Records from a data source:
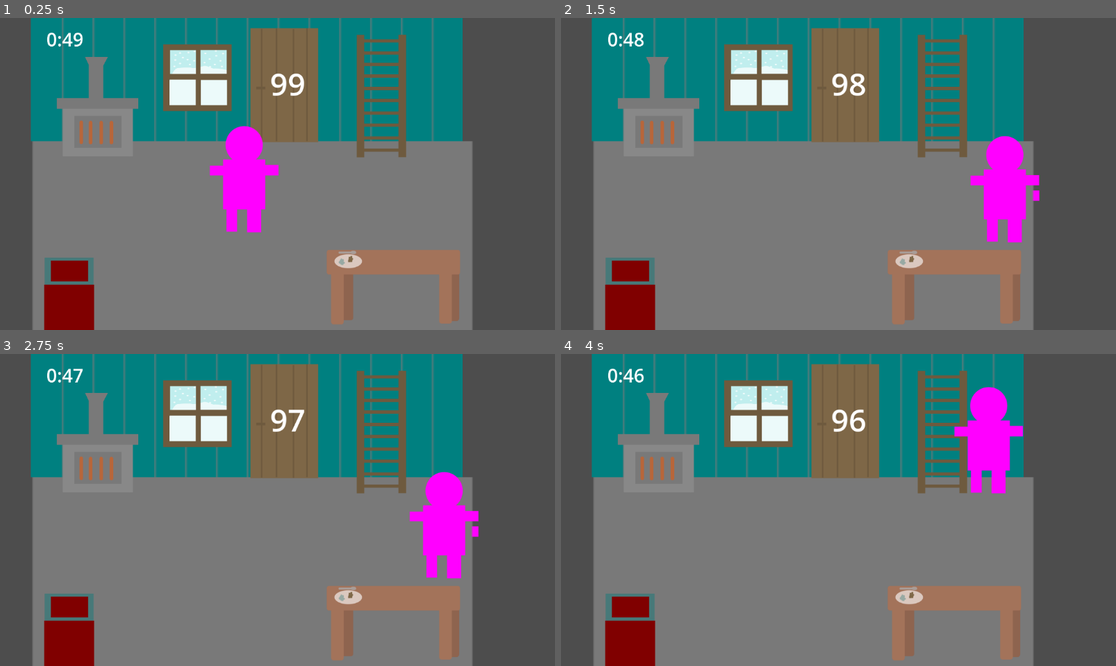
Above: before the commit, frames 1-4 (two rows, left to right).
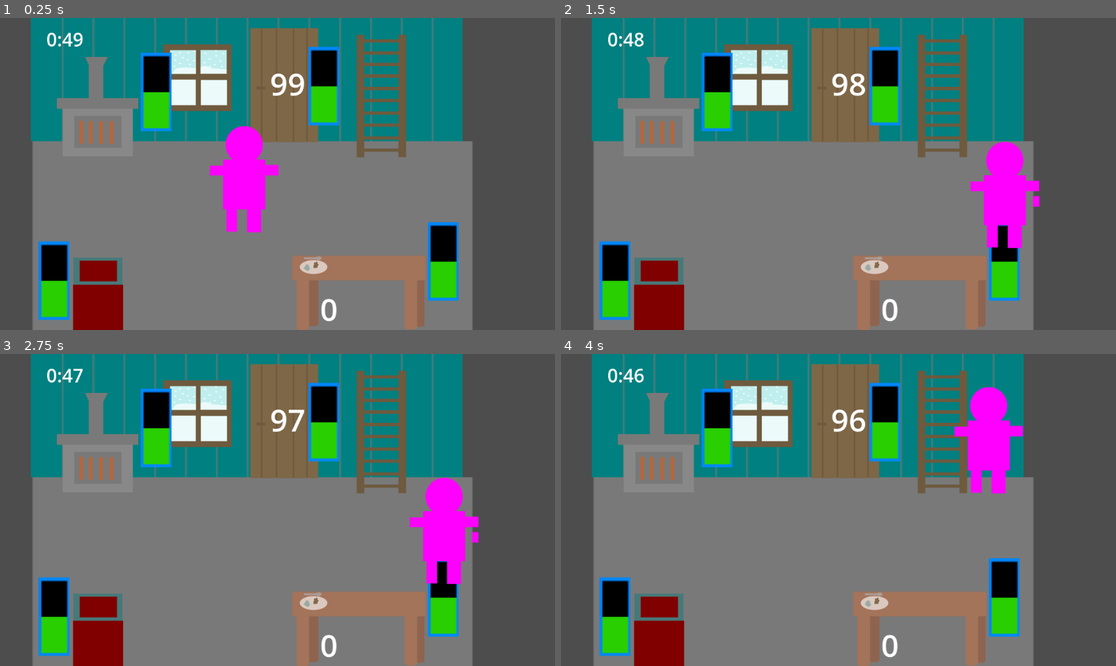
Above: after the commit, the same moments.

Repository: acfielder/FrozenCabin
Game: Godot game, scene res://test_level.tscn
The game is run twice, just before and just after one commit, with the same random seed, the same clock (stepped at 60 frames per second) and the same inputs.
Inputs (mouse positions are in pixels of both pictures, inside the frame that each line leads up to):
- Up to frame 1 (0.25 s): no input
- Up to frame 2 (1.5 s): tap Enter at 0.5 s; move the mouse to (960, 158) at 0.52 s; hold Right (right) 0.53-1.28 s; hold E (SceneOpen) 0.53-1.28 s; click (960, 158) at 0.67 s; tap P (test) at 0.8, 1.35 s; move the mouse to (727, 189) at 1.27 s; hold Down (down) from 1.28 s (still down)
- Up to frame 3 (2.75 s): tap E (SceneOpen) at 1.55 s; tap Space at 2 s; move the mouse to (333, 441) at 2.02 s; release Down (down) at 2.03 s; hold Right (right) from 2.03 s (still down); hold E (SceneOpen) from 2.03 s (still down); tap P (test) at 2.3 s
- Up to frame 4 (4 s): tap Enter at 2.75 s; move the mouse to (810, 572) at 2.77 s; release Right (right) at 2.78 s; release E (SceneOpen) at 2.78 s; hold Up (up) 2.78-3.53 s; tap P (test) at 2.85, 3.8 s; click (810, 572) at 2.92 s; tap E (SceneOpen) at 3.05 s; tap Space at 3.5 s; move the mouse to (1005, 556) at 3.52 s; hold Left (left) from 3.53 s (still down); hold E (SceneOpen) from 3.53 s (still down)

The runs differ from the first frame. In frame 1, 11% of the frame differs, in the area x 6-83%, y 9-100%; in frame 2, 11%, in the area x 6-87%, y 9-100%; in frame 3, 11%; in frame 4, 11%.
Error before the commit: Invalid access to property or key 'timer_text' on a base object of type 'Node2D (test_level.gd)'. (res://LevelScenes/door_scenetest.gd:21)
Error after the commit: Invalid assignment of property or key 'text' with value of type 'String' on a base object of type 'null instance'. (res://test_level.gd:18)

Commit message:
progress bar on timer

Diff:
--- a/LevelScenes/door_scenetest.gd
+++ b/LevelScenes/door_scenetest.gd
@@ -18,9 +18,12 @@
 		test_num = test_num +1
 
 func _process(delta):
-	$DoorOverallTimer.text = get_node("/root/Node2D").timer_text
+	$DoorOverallTimer.text = str(get_node("/root/Node2D/DoorTimer").time_left)
 	$Score.text = str(test_num)
+	#$Label.text = str(get_node("/root/Node2D/DoorTimer").time_left)
+	$Label.text = str(global.doorToAdd)
 
 func _on_door_close_pressed():
 		#get_tree().change_scene_to_file("res://test_level.tscn")
+		global.doorToAdd = test_num
 		queue_free()
--- a/LevelScenes/door_scenetest.tscn
+++ b/LevelScenes/door_scenetest.tscn
@@ -38,4 +38,12 @@
 offset_bottom = 88.0
 text = "mm"
 
+[node name="Label" type="Label" parent="."]
+layout_mode = 0
+offset_left = 175.0
+offset_top = 45.0
+offset_right = 215.0
+offset_bottom = 68.0
+text = "d"
+
 [connection signal="pressed" from="DoorClose" to="." method="_on_door_close_pressed"]
--- a/LevelScenes/eat_scene.gd
+++ b/LevelScenes/eat_scene.gd
@@ -1,9 +1,12 @@
 extends Control
 
+var stlevel
 
 func _input(event):
 	if event.is_action_pressed("SceneOpen") && get_node("/root/Node2D/MainDude").get("collision_check_eat"):
-		get_node("/root/Node2D/EatScene").show()
+		#get_node("/root/Node2D/EatScene").show()
+		stlevel = load("res://LevelScenes/eat_scene.tscn").instantiate()
+		get_tree().get_root().add_child(stlevel)
 		get_node("/root/Node2D/MainDude").collision_check_eat = false
 
 
@@ -14,8 +17,10 @@
 
 # Called every frame. 'delta' is the elapsed time since the previous frame.
 func _process(delta):
-	#$EatOverallTimer.text = get_node("/root/Node2D").timer_text
-	pass
+	$EatOverallTimer.text = str(get_node("/root/Node2D/EatTimer").time_left)
+
 
 func _on_eat_close_pressed():
-	get_node("/root/Node2D/EatScene").hide()
+	#get_node("/root/Node2D/EatScene").hide()
+	global.eaten = $MemoryMap.score
+	queue_free()
--- a/LevelScenes/eat_scene.tscn
+++ b/LevelScenes/eat_scene.tscn
@@ -4,7 +4,6 @@
 [ext_resource type="Script" path="res://LevelScenes/eat_scene.gd" id="1_hnm1k"]
 
 [node name="EatScene" type="Control"]
-visible = false
 layout_mode = 3
 anchors_preset = 0
 offset_right = 40.0
--- a/drawing-1.svg
+++ b/drawing-1.svg
@@ -26,9 +26,9 @@
      inkscape:pagecheckerboard="0"
      inkscape:deskcolor="#d1d1d1"
      inkscape:document-units="px"
-     inkscape:zoom="3.1594375"
-     inkscape:cx="194.18014"
-     inkscape:cy="1213.8237"
+     inkscape:zoom="4.7148397"
+     inkscape:cx="481.98881"
+     inkscape:cy="1189.0118"
      inkscape:window-width="1440"
      inkscape:window-height="771"
      inkscape:window-x="0"
@@ -119,8 +119,31 @@
        dotted="false"
        gridanglex="30"
        gridanglez="30"
-       visible="true" /></sodipodi:namedview><defs
+       visible="true" /><inkscape:page
+       x="136.40331"
+       y="304.70905"
+       width="8.2823601"
+       height="21.472786"
+       id="page5"
+       margin="0"
+       bleed="0" /><inkscape:page
+       x="115.03277"
+       y="304.50455"
+       width="8.4868625"
+       height="21.370534"
+       id="page22"
+       inkscape:export-filename="Characters/progress/mainProgress.png"
+       inkscape:export-xdpi="96"
+       inkscape:export-ydpi="96" /></sodipodi:namedview><defs
      id="defs1"><inkscape:path-effect
+       effect="powerclip"
+       id="path-effect26"
+       is_visible="true"
+       lpeversion="1"
+       inverse="true"
+       flatten="false"
+       hide_clip="false"
+       message="Use fill-rule evenodd on &lt;b&gt;fill and stroke&lt;/b&gt; dialog if no flatten result after convert clip to paths." /><inkscape:path-effect
        effect="powerclip"
        id="path-effect6"
        is_visible="true"
@@ -246,7 +269,22 @@
          id="lpe_path-effect5-6"
          style="fill:#f1d0f0;fill-opacity:1;stroke:#000000;stroke-width:0.0264583;stroke-linejoin:round;stroke-dasharray:none"
          class="powerclip"
-         d="m 28.189494,317.56287 h 12.823372 v 12.66145 H 2 …(193 unchanged characters)…  0 0 0.470981,-0.47098 z" /></clipPath></defs><g
+         d="m 28.189494,317.56287 h 12.823372 v 12.66145 H 2 …(193 unchanged characters)…  0 0 0.470981,-0.47098 z" /></clipPath><clipPath
+       clipPathUnits="userSpaceOnUse"
+       id="clipPath25"><rect
+         style="display:none;fill:#d3af67;stroke:#ab8438;stroke-width:0.0264583;stroke-linejoin:round"
+         id="rect26"
+         width="7.2810974"
+         height="20.003857"
+         x="115.57784"
+         y="305.19293"
+         rx="0.02140821"
+         ry="0.02140821"
+         d="m 115.59925,305.19293 h 7.23828 c 0.0119,0 0.0214,0.01 0.0214,0.0214 v 19.96104 c 0,0.0119 -0.01,0.0214 -0.0214,0.0214 h -7.23828 c -0.0119,0 -0.0214,-0.01 -0.0214,-0.0214 v -19.96104 c 0,-0.0119 0.01,-0.0214 0.0214,-0.0214 z" /><path
+         id="lpe_path-effect26"
+         style="fill:#d3af67;stroke:#ab8438;stroke-width:0.0264583;stroke-linejoin:round"
+         class="powerclip"
+         d="m 109.79151,299.18456 h 18.71783 v 31.80599 h -18.71783 z m 5.80774,6.00837 c -0.0119,0 -0.0214,0.01 -0.0214,0.0214 v 19.96104 c 0,0.0119 0.01,0.0214 0.0214,0.0214 h 7.23828 c 0.0119,0 0.0214,-0.01 0.0214,-0.0214 v -19.96104 c 0,-0.0119 -0.01,-0.0214 -0.0214,-0.0214 z" /></clipPath></defs><g
      inkscape:label="Layer 1"
      inkscape:groupmode="layer"
      id="layer1"><rect
@@ -1468,4 +1506,25 @@
            id="path51" /><path
            style="fill:none;stroke:#ab8438;stroke-width:0.0264583;stroke-linecap:butt;stroke-linejoin:miter;stroke-dasharray:none;stroke-opacity:1"
            d="m 70.979582,316.37239 0.693071,-0.4137"
-           id="path52" /></g></g></g></svg>
+           id="path52" /></g></g><rect
+       style="fill:#ffffff;stroke:none;stroke-width:0.0263768;stroke-linejoin:round;fill-opacity:1"
+       id="rect22"
+       width="8.2880373"
+       height="21.486603"
+       x="136.39766"
+       y="304.70898"
+       rx="0.02140821"
+       ry="0.02140821" /><path
+       style="fill:#ffffff;stroke:none;stroke-width:0.0264583;stroke-linejoin:round;fill-opacity:1"
+       id="rect24"
+       width="8.6913652"
+       height="21.779539"
+       x="114.80474"
+       y="304.19778"
+       rx="0.02202104"
+       ry="0.021822881"
+       clip-path="url(#clipPath25)"
+       inkscape:path-effect="#path-effect26"
+       sodipodi:type="rect"
+       d="m 114.82676,304.19778 h 8.64733 c 0.0122,0 0.022,0.01 0.022,0.0218 v 21.73589 c 0,0.0121 -0.01,0.0218 -0.022,0.0218 h -8.64733 c -0.0122,0 -0.022,-0.01 -0.022,-0.0218 v -21.73589 c 0,-0.0121 0.01,-0.0218 0.022,-0.0218 z"
+       transform="matrix(0.97217073,0,0,0.98099822,3.4371229,6.0732085)" /></g></svg>
--- a/global.gd
+++ b/global.gd
@@ -1,6 +1,9 @@
 extends Node
 
 const home = "res://test_level.tscn"
+
+var doorToAdd = 0
+var eaten = 0
 
 # Called when the node enters the scene tree for the first time.
 func _ready():
--- a/test_level.gd
+++ b/test_level.gd
@@ -5,13 +5,32 @@
 func _ready():
 	$OverallTimer.start()
 	$DoorTimer.start()
+	$EatTimer.start()
 
 
 # Called every frame. 'delta' is the elapsed time since the previous frame.
 func _process(delta):
 	#$TimeLeftLabel.text= str($Timer.time_left)
 	$TimeLeftLabel.text = "%d:%02d" % [floor($OverallTimer.time_left / 60), int($OverallTimer.time_left) % 60]
+
+
 	$DoorLevelMain.text = str(floor($DoorTimer.time_left))
+	$Label.text = str(global.doorToAdd)
+	$DoorProgress.value = floor($DoorTimer.time_left)
+	if global.doorToAdd > 0:
+		$DoorTimer.set_wait_time($DoorTimer.time_left + (global.doorToAdd * 4))
+		$DoorTimer.start()
+		await get_tree().create_timer(0.00167).timeout
+		global.doorToAdd = 0
+
+
+	$HungerLevelMain.text = str(floor($EatTimer.time_left))
+	$EatProgress.value = floor($EatTimer.time_left)
+	if global.eaten > 0:
+		$EatTimer.set_wait_time($EatTimer.time_left +(global.eaten * 4))
+		$EatTimer.start()
+		await get_tree().create_timer(0.00167).timeout
+		global.eaten = 0
 
 
 func _on_timer_timeout():
--- a/test_level.tscn
+++ b/test_level.tscn
@@ -14,6 +14,8 @@
 [ext_resource type="PackedScene" uid="uid://c4br0rbhuvgbi" path="res://LevelScenes/bed_scene.tscn" id="11_i31u3"]
 [ext_resource type="PackedScene" uid="uid://c0gux7ot0xqqx" path="res://LevelScenes/door_scenetest.tscn" id="12_5o3w1"]
 [ext_resource type="PackedScene" uid="uid://mghcfn3sjbsn" path="res://LevelScenes/roof_scene.tscn" id="14_1m80g"]
+[ext_resource type="Texture2D" uid="uid://c07dxxfv2rdui" path="res://Characters/progress/borderProgress.png" id="15_0l0mm"]
+[ext_resource type="Texture2D" uid="uid://bg2nwwx3nw3f7" path="res://Characters/progress/mainProgress.png" id="16_t4vff"]
 
 [sub_resource type="TileSetAtlasSource" id="TileSetAtlasSource_ypwo5"]
 texture = ExtResource("1_3u0os")
@@ -2800,18 +2802,83 @@
 [node name="Window" parent="." instance=ExtResource("7_vvt4j")]
 position = Vector2(74, 6)
 
+[node name="DoorProgress" type="TextureProgressBar" parent="."]
+offset_left = 160.0
+offset_top = 15.0
+offset_right = 191.0
+offset_bottom = 96.0
+scale = Vector2(0.503212, 0.503212)
+value = 50.0
+allow_greater = true
+fill_mode = 3
+texture_under = ExtResource("15_0l0mm")
+texture_over = ExtResource("16_t4vff")
+texture_progress = ExtResource("15_0l0mm")
+tint_under = Color(0, 0, 0, 1)
+tint_over = Color(0, 0.529412, 1, 1)
+tint_progress = Color(0.160784, 0.811765, 0, 1)
+
+[node name="EatProgress" type="TextureProgressBar" parent="."]
+offset_left = 222.0
+offset_top = 106.0
+offset_right = 253.0
+offset_bottom = 187.0
+scale = Vector2(0.503212, 0.503212)
+value = 50.0
+allow_greater = true
+fill_mode = 3
+texture_under = ExtResource("15_0l0mm")
+texture_over = ExtResource("16_t4vff")
+texture_progress = ExtResource("15_0l0mm")
+tint_under = Color(0, 0, 0, 1)
+tint_over = Color(0, 0.529412, 1, 1)
+tint_progress = Color(0.160784, 0.811765, 0, 1)
+
+[node name="FurnaceProgress" type="TextureProgressBar" parent="."]
+offset_left = 73.0
+offset_top = 18.0
+offset_right = 104.0
+offset_bottom = 99.0
+scale = Vector2(0.503212, 0.503212)
+value = 50.0
+allow_greater = true
+fill_mode = 3
+texture_under = ExtResource("15_0l0mm")
+texture_over = ExtResource("16_t4vff")
+texture_progress = ExtResource("15_0l0mm")
+tint_under = Color(0, 0, 0, 1)
+tint_over = Color(0, 0.529412, 1, 1)
+tint_progress = Color(0.160784, 0.811765, 0, 1)
+
+[node name="SleepProgress" type="TextureProgressBar" parent="."]
+offset_left = 20.0
+offset_top = 116.0
+offset_right = 51.0
+offset_bottom = 197.0
+scale = Vector2(0.503212, 0.503212)
+value = 50.0
+allow_greater = true
+fill_mode = 3
+texture_under = ExtResource("15_0l0mm")
+texture_over = ExtResource("16_t4vff")
+texture_progress = ExtResource("15_0l0mm")
+tint_under = Color(0, 0, 0, 1)
+tint_over = Color(0, 0.529412, 1, 1)
+tint_progress = Color(0.160784, 0.811765, 0, 1)
+
 [node name="MainDude" parent="." instance=ExtResource("3_bon7r")]
 position = Vector2(126, 137)
 
 [node name="Bed" parent="." instance=ExtResource("4_dkuex")]
-position = Vector2(-7, 15)
+position = Vector2(8, 15)
 
 [node name="Table" parent="." instance=ExtResource("6_e8d53")]
-position = Vector2(131, 98)
+position = Vector2(113, 101)
 
 [node name="BedScene" parent="." instance=ExtResource("11_i31u3")]
 
 [node name="EatScene" parent="." instance=ExtResource("11_211uf")]
+visible = false
 
 [node name="RoofScene" parent="." instance=ExtResource("14_1m80g")]
 
@@ -2831,8 +2898,11 @@
 text = "00:00"
 
 [node name="HungerLevelMain" type="Label" parent="."]
-offset_right = 40.0
-offset_bottom = 23.0
+offset_left = 166.0
+offset_top = 140.0
+offset_right = 206.0
+offset_bottom = 163.0
+text = "0"
 
 [node name="DoorLevelMain" type="Label" parent="."]
 offset_left = 140.0
@@ -2843,5 +2913,10 @@
 
 [node name="DoorTimer" type="Timer" parent="."]
 wait_time = 100.0
+one_shot = true
+
+[node name="EatTimer" type="Timer" parent="."]
+wait_time = 100.0
+one_shot = true
 
 [connection signal="timeout" from="OverallTimer" to="." method="_on_timer_timeout"]
Binary file added: Characters/progress/borderProgress.png
Not shown, added: Characters/progress/borderProgress.png.import
Binary file added: Characters/progress/mainProgress.png
Not shown, added: Characters/progress/mainProgress.png.import
Not shown: 1 places in test_level.tscn that only renumber resources

▸ Problem to solve: Gather every line from the entries above where the word "dasharray" appears, and copy them.

▸ Output:
          style="fill:#f1d0f0;fill-opacity:1;stroke:#000000;stroke-width:0.0264583;stroke-linejoin:round;stroke-dasharray:none"
            style="fill:none;stroke:#ab8438;stroke-width:0.0264583;stroke-linecap:butt;stroke-linejoin:miter;stroke-dasharray:none;stroke-opacity:1"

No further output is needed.